PROVIDED RECORDS below:
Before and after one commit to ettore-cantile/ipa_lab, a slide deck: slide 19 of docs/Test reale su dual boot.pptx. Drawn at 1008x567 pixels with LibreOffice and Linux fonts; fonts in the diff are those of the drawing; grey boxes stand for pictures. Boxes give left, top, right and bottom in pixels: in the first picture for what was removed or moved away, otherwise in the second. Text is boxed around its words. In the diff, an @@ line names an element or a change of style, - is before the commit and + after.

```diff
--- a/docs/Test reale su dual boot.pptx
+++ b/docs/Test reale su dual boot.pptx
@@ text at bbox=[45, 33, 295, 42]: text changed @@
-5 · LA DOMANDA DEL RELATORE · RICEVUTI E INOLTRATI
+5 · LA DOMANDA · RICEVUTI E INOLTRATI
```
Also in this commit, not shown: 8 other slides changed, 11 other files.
End of PROVIDED RECORDS.
PROVIDED RECORDS below:
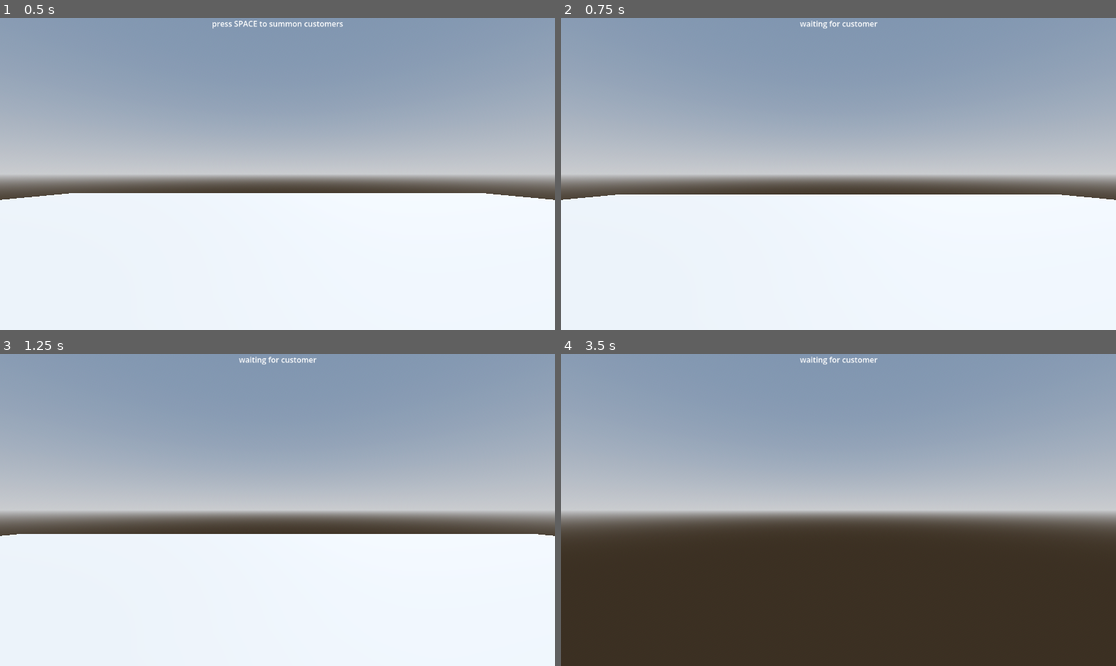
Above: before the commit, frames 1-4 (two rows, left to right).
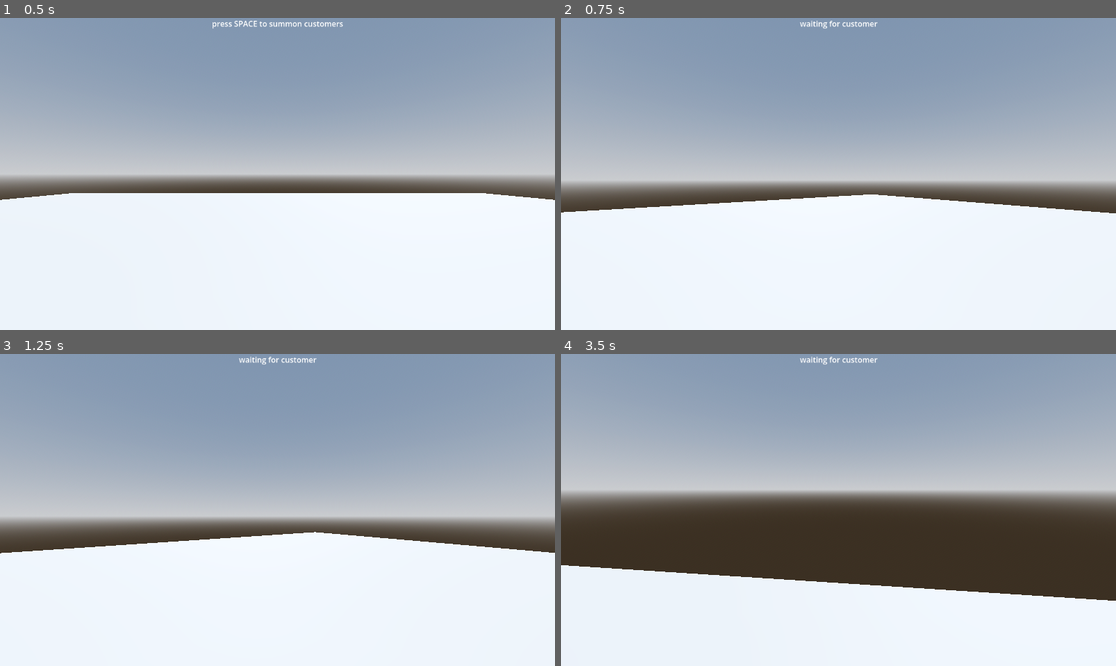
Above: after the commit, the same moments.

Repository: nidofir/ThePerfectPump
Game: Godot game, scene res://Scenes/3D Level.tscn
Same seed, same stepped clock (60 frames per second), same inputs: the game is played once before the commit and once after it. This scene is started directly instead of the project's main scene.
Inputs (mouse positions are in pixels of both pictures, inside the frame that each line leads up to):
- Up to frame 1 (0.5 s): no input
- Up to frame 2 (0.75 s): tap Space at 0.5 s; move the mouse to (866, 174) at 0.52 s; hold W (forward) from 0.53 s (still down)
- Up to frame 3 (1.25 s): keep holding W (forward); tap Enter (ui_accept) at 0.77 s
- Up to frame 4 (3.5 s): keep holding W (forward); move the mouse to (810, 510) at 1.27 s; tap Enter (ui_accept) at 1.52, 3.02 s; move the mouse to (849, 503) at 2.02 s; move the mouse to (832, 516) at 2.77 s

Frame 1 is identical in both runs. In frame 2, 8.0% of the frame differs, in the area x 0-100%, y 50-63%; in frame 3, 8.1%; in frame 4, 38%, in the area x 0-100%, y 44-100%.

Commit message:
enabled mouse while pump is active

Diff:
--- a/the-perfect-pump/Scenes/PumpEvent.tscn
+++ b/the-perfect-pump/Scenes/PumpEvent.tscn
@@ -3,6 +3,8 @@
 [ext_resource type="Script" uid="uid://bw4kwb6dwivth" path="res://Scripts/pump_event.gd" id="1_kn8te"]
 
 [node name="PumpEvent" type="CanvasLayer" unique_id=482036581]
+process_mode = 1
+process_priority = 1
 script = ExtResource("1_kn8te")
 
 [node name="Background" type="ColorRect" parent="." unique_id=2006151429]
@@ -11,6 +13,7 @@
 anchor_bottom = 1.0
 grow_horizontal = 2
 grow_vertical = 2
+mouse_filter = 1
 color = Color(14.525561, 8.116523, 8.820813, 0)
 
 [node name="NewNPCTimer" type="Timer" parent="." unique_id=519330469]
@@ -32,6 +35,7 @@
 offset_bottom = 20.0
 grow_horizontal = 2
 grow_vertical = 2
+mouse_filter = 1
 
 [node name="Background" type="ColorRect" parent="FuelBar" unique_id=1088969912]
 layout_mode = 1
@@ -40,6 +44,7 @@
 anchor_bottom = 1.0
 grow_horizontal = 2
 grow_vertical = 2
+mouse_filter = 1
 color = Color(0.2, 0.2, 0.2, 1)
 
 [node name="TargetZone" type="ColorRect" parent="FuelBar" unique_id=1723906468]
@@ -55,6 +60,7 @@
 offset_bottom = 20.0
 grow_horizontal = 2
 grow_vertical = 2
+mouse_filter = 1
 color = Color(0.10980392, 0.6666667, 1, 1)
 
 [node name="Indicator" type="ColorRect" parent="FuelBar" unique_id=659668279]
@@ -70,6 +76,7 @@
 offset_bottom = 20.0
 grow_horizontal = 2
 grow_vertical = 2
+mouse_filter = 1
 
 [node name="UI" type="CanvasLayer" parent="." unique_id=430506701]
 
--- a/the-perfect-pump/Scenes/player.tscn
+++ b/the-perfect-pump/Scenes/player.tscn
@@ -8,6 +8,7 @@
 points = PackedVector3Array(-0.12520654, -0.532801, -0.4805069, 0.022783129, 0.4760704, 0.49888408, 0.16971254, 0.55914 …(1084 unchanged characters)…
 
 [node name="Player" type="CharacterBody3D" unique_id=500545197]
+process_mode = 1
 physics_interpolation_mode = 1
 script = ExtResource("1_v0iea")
End of PROVIDED RECORDS.
Figure out how many lines in the entries above contain "ColorRect". Write only that number.

# ANSWER SECTION:
4